We can’t answer those questions for you, but we can help you figure out how to pick a system that aligns with those priorities.We’ve broken the process down into eight primary steps:
- Information Architecture
- Consider the Users
- Define Requirements vs. Wants
- Do Research and Ask Questions
- Make Your Shortlist
- Get Demos
- Make a Selection and Run a Pilot Project
- Meet as a Team to Review
Start It Right: Information Architecture
Where do you start the search? With Information Architecture (IA). I know… it’s the boring, nerdy answer but it’s also the right answer.
You cannot make an informed decision about your system if you don’t even know what your content structure is going to look like.
We wrote an overview that you can use to evaluate and compare the different technical documentation standards.
Before you select a tool, do the hard work:
- Develop a strategy for your content
- Select a content model
- Develop a taxonomy
- Identify the requirements of your information architecture
Consider the Users
If you are thinking about the short term, the answer is probably just your technical writers. But, with a new tool comes new opportunities to expand the influence and capabilities of your department within the organization.
It starts with technical, but it’s not uncommon for our customers to start seeing the user base expand to product, then to learning and training, as well as other departments like customer support and sales.
When you consider the users, don’t forget about future users as well.
Define Requirements vs. Wants
At this point, you should have an idea of things that you want from your next technical writing software. The tricky part is organizing that list around things that you really need versus what you just want. Don’t get me wrong, wants are an important consideration, but ultimately you need to identify the deal-breakers.
So, create two lists:
- We want
- We need
Make sure that you keep the requirements to true must-have items. The last thing you want to do is dilute the value of your “we need” by filling it up with your wish list. This is paying for rent versus paying for Netflix. Prioritization is the hallmark of a functioning adult (and a functioning documentation team).
A quick note about lists. Now, I know I just said to make a list. But, what you actually want to create is a series of stories, not just a checklist. By this, I mean that you want to craft a scenario in which the capability is required. For instance, don’t say “export to PDF”, rather, say “we want to export our 300-page product manual to PDF without any manual formatting.”
See the difference?
When you use stories instead of checklists, you create scenarios that need to be fulfilled. They’re tangible.
Do Research, Ask Questions
Ok, this part should come as no surprise, but you should start doing your research and finding the software that will fulfill your requirement stories. Look for technical documentation software that prioritizes what is important to you.
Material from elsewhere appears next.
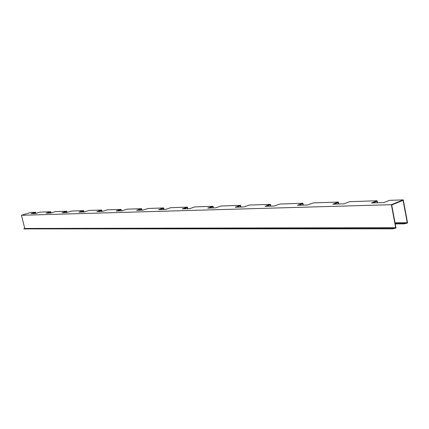 <?xml version="1.0" encoding="UTF-8"?>
<svg xmlns="http://www.w3.org/2000/svg" width="429" height="429" viewBox="0 0 429 429"><rect width="100%" height="100%" fill="white"/><g stroke="black" fill="none" stroke-linecap="round" stroke-linejoin="round"><path stroke-width="0.64" d="M403.281 199.876L389.478 200.343L383.842 202.595L371.487 202.981L377.112 200.756L349.592 201.684L343.994 203.839L332.748 204.193L338.331 202.064L313.213 202.912L307.673 204.976L297.394 205.298L302.917 203.255L279.901 204.032L274.426 206.017L264.999 206.311L270.447 204.349L249.287 205.062L243.881 206.971L235.199 207.245L240.578 205.357L221.048 206.011L215.723 207.856L207.7 208.103L212.999 206.285L194.922 206.891L189.682 208.666L182.25 208.902L187.462 207.143L170.683 207.711L165.53 209.422L158.617 209.642L163.749 207.942L148.128 208.467L143.061 210.124L136.62 210.328L141.667 208.687L127.091 209.175L122.109 210.784L116.098 210.971L121.053 209.379L107.427 209.84L102.531 211.395L96.9 211.572L101.775 210.028L89.001 210.457L84.186 211.969L78.909 212.13L83.698 210.639L71.697 211.041L66.972 212.505L62.012 212.661L66.71 211.207L55.421 211.588L50.778 213.015L46.107 213.159L50.729 211.749L40.085 212.108L35.521 213.486L31.113 213.626L35.655 212.253L30.942 212.414L21.45 215.272L24.769 228.459L395.683 227.676L391.387 204.697L403.281 199.876L407.55 222.973L404.284 223.831L395.248 223.89M377.112 200.756L377.499 202.794M338.331 202.064L338.712 204.006M302.917 203.255L303.292 205.116M270.447 204.349L270.817 206.129M240.578 205.357L240.942 207.062M212.999 206.285L213.358 207.926M187.462 207.143L187.816 208.725M163.749 207.942L164.093 209.47M141.667 208.687L142.004 210.156M121.053 209.379L121.391 210.805M101.775 210.028L102.102 211.406M83.698 210.639L84.014 211.974M66.71 211.207L67.026 212.489M50.729 211.749L51.019 212.94M35.655 212.253L35.929 213.363M24.769 228.459L23.788 228.898L392.621 228.437L395.683 227.676M391.387 204.697L21.45 215.272M377.236 202.804L376.935 201.233L372.603 202.949M395.039 222.79L407.234 222.694L403.104 200.364L391.715 204.987L396.005 227.955L392.691 228.829L23.697 228.888M35.73 213.428L35.51 212.543L32.009 213.599M50.815 212.999L50.579 212.044L47.018 213.127M66.806 212.511L66.565 211.513L62.934 212.634M83.789 211.98L83.542 210.95L79.853 212.103M101.871 211.417L101.619 210.349L97.86 211.54M121.155 210.811L120.898 209.711L117.074 210.939M141.768 210.167L141.506 209.03L137.618 210.296M163.851 209.475L163.583 208.296L159.631 209.609M187.57 208.735L187.296 207.513L183.274 208.869M213.106 207.936L212.832 206.665L208.746 208.07M240.685 207.073L240.406 205.754L236.261 207.212M270.565 206.14L270.275 204.762L266.071 206.279M303.035 205.121L302.74 203.689L298.487 205.266M338.449 204.016L338.154 202.515L333.853 204.161M395.173 223.514L404.209 223.45L407.234 222.694M394.921 228.003L394.996 228.389M406.494 223.016L406.563 223.396M392.621 228.437L392.691 228.829M404.209 223.45L404.284 223.831"/></g></svg>

The easiest way to get started with your research is by living on Google. You’ll likely find yourself inundated with every company claiming to deliver all of your wildest dreams. Make sure you also ask other professionals within your industry. Maybe even within your own team. Writers will often come from other companies with established toolsets.
Make Your Shortlist
Let’s say you found fifty technical documentation software tools. Now that we’ve applied our requirements stories, you might be down to ten or so. At this point, you get to leverage your list of wants. Now, you should be left with a much more manageable shortlist.
You created requirement stories, you chose the tools that appeal to you and your content strategy, now comes the fun part. It’s time to see those stories come to life.
Put your vendors in order, contact each one, and request a demo and a trial.
If possible, supply the vendor with some of your own sample content. Find out what it looks like within the system and how it looks upon output.
Do. Not. Rush.
Once you’re at this stage, it can be easy to get excited with one option and jump the gun, but this is a big decision. Training and setup take a lot of time and realizing you made a mistake six months down the line is not a fun feeling.
When you set up the demos, don’t just let the vendor control the direction of the demo. Ask questions, challenge assumptions, and don’t be afraid of getting specific. You’re looking for a solution that will withstand the rigor of your situation.
Make a Selection and Run a Pilot Project
You got the demo, now it’s time to get your hands dirty. Well, dirtier. Ensure that you get access to a trial in order to complete a pilot project without any long term commitment. Make sure that this project follows a real-life-project like from your requirements stories.
Before you begin the project, establish a few things, namely:
- Success criteria
- KPIs to measure that success
As you go about your project, pay attention to the roadblocks. Which struggles are a result of insufficient training and which struggles are due to unforeseen shortcomings of the technical documentation software? Make sure to note the difference.
Meet As a Team to Review
After each pilot project, make sure you actually take the time to talk as a team. Talk it out and reflect on how the project went. Make sure that everyone has an opportunity to express excitement as well as concerns.
Evaluate the outcomes and determine if you should continue with the current system or if you should move on to the next vendor on the list.
No matter what, remember to keep your head up and enjoy the process. This is an exciting moment for potential growth, don’t let it pass you by. Best of luck!